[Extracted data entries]
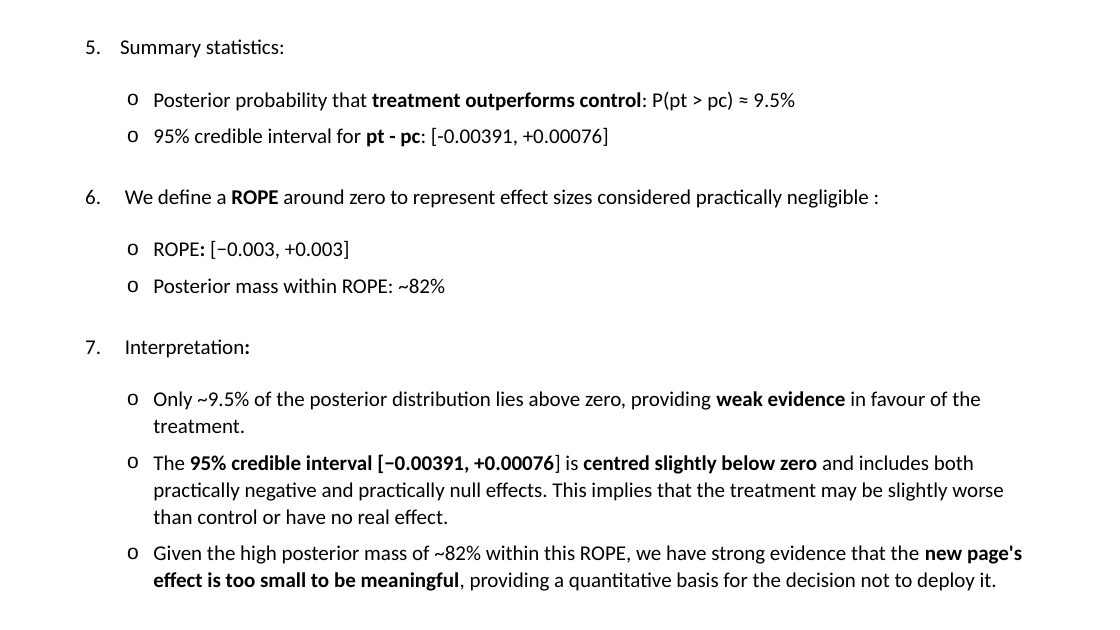
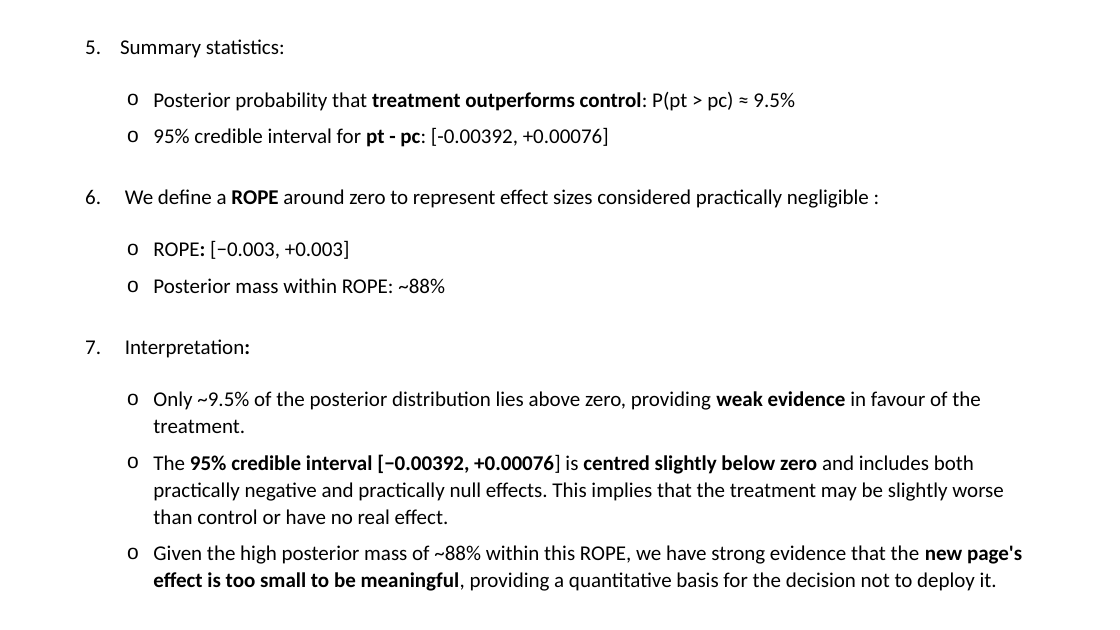
Before and after one commit to BillyGeros94/ab-testing-analysis, a slide deck: slide 8 of presentation/AB Test Presentation.pptx. Drawn at 1120x630 pixels with LibreOffice and Linux fonts; fonts in the diff are those of the drawing. Boxes give left, top, right and bottom in pixels: in the first picture for what was removed or moved away, otherwise in the second. Text is boxed around its words. In the diff, an @@ line names an element or a change of style, - is before the commit and + after.

Commit message:
Add validity checks and correct reported figures
Add experiment checks in src/checks.R: sample ratio, weekly effect,
a rerun without users who have mismatched rows, and country tests.
Set a seed and save key numbers to results/.

Correct the README and slides to use cleaned figures throughout,
state that mismatches were removed at row level, and replace the UK
follow-up recommendation. The decision to hold is unchanged.

```diff
--- a/presentation/AB Test Presentation.pptx
+++ b/presentation/AB Test Presentation.pptx
@@ text at bbox=[153, 127, 609, 147]: text changed @@
-  o 95% credible interval for pt - pc: [-0.00391, +0.00076]
+  o 95% credible interval for pt - pc: [-0.00392, +0.00076]
@@ text at bbox=[153, 278, 445, 293]: text changed @@
-  o Posterior mass within ROPE: ~82%
+  o Posterior mass within ROPE: ~88%
@@ text at bbox=[153, 454, 1022, 591]: text changed @@
-  o The 95% credible interval [−0.00391, +0.00076] is centred slightly below zero and includes both practically negative and practically null effects. This implies that the treatment may be slightly worse than control or have no real effect.
-  o Given the high posterior mass of ~82% within this ROPE, we have strong evidence that the new page's effect is too small to be meaningful, providing a quantitative basis for the decision not to deploy it.
+  o The 95% credible interval [−0.00392, +0.00076] is centred slightly below zero and includes both practically negative and practically null effects. This implies that the treatment may be slightly worse than control or have no real effect.
+  o Given the high posterior mass of ~88% within this ROPE, we have strong evidence that the new page's effect is too small to be meaningful, providing a quantitative basis for the decision not to deploy it.
```
Also in this commit, not shown: 7 other slides changed, 9 other files.

(Your task): Leaving out the pictures, return the records exactly as given.

(Reply):
Before and after one commit to BillyGeros94/ab-testing-analysis, a slide deck: slide 8 of presentation/AB Test Presentation.pptx. Drawn at 1120x630 pixels with LibreOffice and Linux fonts; fonts in the diff are those of the drawing. Boxes give left, top, right and bottom in pixels: in the first picture for what was removed or moved away, otherwise in the second. Text is boxed around its words. In the diff, an @@ line names an element or a change of style, - is before the commit and + after.

Commit message:
Add validity checks and correct reported figures
Add experiment checks in src/checks.R: sample ratio, weekly effect,
a rerun without users who have mismatched rows, and country tests.
Set a seed and save key numbers to results/.

Correct the README and slides to use cleaned figures throughout,
state that mismatches were removed at row level, and replace the UK
follow-up recommendation. The decision to hold is unchanged.

```diff
--- a/presentation/AB Test Presentation.pptx
+++ b/presentation/AB Test Presentation.pptx
@@ text at bbox=[153, 127, 609, 147]: text changed @@
-  o 95% credible interval for pt - pc: [-0.00391, +0.00076]
+  o 95% credible interval for pt - pc: [-0.00392, +0.00076]
@@ text at bbox=[153, 278, 445, 293]: text changed @@
-  o Posterior mass within ROPE: ~82%
+  o Posterior mass within ROPE: ~88%
@@ text at bbox=[153, 454, 1022, 591]: text changed @@
-  o The 95% credible interval [−0.00391, +0.00076] is centred slightly below zero and includes both practically negative and practically null effects. This implies that the treatment may be slightly worse than control or have no real effect.
-  o Given the high posterior mass of ~82% within this ROPE, we have strong evidence that the new page's effect is too small to be meaningful, providing a quantitative basis for the decision not to deploy it.
+  o The 95% credible interval [−0.00392, +0.00076] is centred slightly below zero and includes both practically negative and practically null effects. This implies that the treatment may be slightly worse than control or have no real effect.
+  o Given the high posterior mass of ~88% within this ROPE, we have strong evidence that the new page's effect is too small to be meaningful, providing a quantitative basis for the decision not to deploy it.
```
Also in this commit, not shown: 7 other slides changed, 9 other files.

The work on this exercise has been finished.